Stormbringer escreveu:RISE


Rapaz, ha uns messes estava falando com um amigo(baterista da Deep Black Horizon) sobre um assunto parecido.
"Como a música perde a mágica, tal qual a mágica em si, quando você sabe como ela é feita"
Como aquele amontoado magico de sons fazem uma música, "como diabos conseguem fazer a musica crescer nessa Stairway to Heaven" e coisas desse tipo.
Foi justamente quando decidimos colocar "Children of The Sea" no repertório, e eu disse: "po, o baixo é muito difícil, não sei se estou apto". Mas sentei pra ouvir com ouvido técnico, sem a paixão que sempre tive. E, pra minha surpresa, eu soube tocar a música depois de 10 minutos.
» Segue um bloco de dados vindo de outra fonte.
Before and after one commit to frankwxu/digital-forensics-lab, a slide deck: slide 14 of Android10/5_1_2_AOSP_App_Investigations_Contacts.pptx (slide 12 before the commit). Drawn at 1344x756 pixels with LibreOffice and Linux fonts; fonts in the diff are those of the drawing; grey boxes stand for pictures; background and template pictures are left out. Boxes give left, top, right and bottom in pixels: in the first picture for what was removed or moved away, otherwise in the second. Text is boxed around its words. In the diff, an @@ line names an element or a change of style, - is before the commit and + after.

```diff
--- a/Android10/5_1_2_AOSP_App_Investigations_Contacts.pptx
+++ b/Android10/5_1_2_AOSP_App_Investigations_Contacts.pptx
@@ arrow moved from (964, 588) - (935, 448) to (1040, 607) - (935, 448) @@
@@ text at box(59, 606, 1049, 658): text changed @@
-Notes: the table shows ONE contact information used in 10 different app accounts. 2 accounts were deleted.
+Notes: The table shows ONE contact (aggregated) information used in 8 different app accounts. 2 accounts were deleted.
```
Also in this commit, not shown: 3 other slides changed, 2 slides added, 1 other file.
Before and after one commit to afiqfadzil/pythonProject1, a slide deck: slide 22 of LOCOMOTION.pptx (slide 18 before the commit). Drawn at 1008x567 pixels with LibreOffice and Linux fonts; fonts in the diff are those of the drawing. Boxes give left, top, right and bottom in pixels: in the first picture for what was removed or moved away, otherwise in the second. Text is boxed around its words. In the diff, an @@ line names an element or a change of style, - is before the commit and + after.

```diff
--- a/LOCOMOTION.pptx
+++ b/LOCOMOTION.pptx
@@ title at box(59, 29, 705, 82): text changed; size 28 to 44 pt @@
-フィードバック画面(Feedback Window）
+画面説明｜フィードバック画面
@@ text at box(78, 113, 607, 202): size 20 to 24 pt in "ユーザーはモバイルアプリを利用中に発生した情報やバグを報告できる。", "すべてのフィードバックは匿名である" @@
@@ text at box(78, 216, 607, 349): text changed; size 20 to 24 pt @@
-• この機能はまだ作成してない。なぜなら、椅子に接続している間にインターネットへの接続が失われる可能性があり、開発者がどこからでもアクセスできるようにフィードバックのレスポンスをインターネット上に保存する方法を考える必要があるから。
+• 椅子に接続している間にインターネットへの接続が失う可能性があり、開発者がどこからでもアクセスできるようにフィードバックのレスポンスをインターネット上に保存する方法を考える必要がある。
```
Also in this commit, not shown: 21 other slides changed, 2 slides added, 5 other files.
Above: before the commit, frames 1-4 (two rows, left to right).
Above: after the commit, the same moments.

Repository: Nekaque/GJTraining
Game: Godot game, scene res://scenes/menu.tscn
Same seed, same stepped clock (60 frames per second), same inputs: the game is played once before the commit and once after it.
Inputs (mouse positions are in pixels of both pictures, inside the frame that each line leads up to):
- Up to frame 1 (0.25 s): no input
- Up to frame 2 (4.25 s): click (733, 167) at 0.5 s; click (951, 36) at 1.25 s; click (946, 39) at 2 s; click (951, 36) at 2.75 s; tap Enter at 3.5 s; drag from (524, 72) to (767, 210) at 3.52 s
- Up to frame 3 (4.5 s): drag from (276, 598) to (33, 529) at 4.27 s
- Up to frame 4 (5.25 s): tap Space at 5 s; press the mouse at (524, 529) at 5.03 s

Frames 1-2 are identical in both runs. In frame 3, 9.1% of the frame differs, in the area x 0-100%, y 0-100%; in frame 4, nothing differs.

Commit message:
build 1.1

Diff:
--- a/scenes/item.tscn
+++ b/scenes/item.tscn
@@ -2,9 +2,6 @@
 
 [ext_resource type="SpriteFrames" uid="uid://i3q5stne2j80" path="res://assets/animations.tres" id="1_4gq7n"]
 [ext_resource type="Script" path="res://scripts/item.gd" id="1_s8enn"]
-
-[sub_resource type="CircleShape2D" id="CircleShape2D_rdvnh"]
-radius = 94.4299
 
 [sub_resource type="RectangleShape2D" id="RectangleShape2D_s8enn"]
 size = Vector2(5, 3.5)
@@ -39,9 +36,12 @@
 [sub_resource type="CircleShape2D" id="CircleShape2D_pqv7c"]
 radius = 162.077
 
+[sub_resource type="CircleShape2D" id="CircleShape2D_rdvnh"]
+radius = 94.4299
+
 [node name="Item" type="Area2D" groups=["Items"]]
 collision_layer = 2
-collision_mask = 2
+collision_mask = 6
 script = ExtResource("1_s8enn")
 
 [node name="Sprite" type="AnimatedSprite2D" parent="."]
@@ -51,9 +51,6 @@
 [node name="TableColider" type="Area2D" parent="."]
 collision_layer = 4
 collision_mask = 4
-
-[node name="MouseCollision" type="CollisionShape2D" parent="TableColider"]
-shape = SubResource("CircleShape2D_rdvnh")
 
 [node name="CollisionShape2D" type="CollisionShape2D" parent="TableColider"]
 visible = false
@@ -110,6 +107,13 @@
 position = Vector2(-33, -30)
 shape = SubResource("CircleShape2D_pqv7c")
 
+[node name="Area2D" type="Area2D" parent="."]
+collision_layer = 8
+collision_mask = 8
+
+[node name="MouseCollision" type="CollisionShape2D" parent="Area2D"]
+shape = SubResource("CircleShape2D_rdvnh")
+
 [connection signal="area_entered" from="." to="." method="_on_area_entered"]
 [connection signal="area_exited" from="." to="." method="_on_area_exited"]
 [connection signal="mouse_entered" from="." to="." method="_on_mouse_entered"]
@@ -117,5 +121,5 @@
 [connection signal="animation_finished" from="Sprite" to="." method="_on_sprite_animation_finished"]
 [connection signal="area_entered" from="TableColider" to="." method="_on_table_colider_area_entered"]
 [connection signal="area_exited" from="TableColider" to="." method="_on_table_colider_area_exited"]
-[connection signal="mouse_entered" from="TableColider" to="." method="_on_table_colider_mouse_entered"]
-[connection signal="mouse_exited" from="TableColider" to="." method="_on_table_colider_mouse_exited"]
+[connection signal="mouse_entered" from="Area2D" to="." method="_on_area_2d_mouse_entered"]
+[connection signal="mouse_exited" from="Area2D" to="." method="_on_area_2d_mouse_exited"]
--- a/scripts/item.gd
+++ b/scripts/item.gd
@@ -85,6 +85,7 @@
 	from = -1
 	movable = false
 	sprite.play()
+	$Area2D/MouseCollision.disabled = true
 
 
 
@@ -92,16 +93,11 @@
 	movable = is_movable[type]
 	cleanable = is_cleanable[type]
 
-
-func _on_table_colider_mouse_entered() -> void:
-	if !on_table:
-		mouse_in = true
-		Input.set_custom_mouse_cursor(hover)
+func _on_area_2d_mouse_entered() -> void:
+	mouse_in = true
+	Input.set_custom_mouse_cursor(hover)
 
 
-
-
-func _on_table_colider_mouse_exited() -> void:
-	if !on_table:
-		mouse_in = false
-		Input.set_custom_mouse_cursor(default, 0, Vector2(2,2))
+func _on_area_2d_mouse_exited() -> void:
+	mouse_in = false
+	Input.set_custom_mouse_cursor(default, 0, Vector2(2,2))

Mas ai eu disse pra mim mesmo: a mágica permanece, como algo tão simples soa tão lindo?

Belas observações, meu caro.

Respondendo à sua pergunta, para mim, isso é mágica, simplesmente isso.

E por falar em música e mágica (assunto que é um de meus hobbies), essas duas coisas têm muito em comum porque apenas saber o truque não faz de uma pessoa um músico ou um mágico. Saber apresentar o truque é tão importante quanto sabê-lo.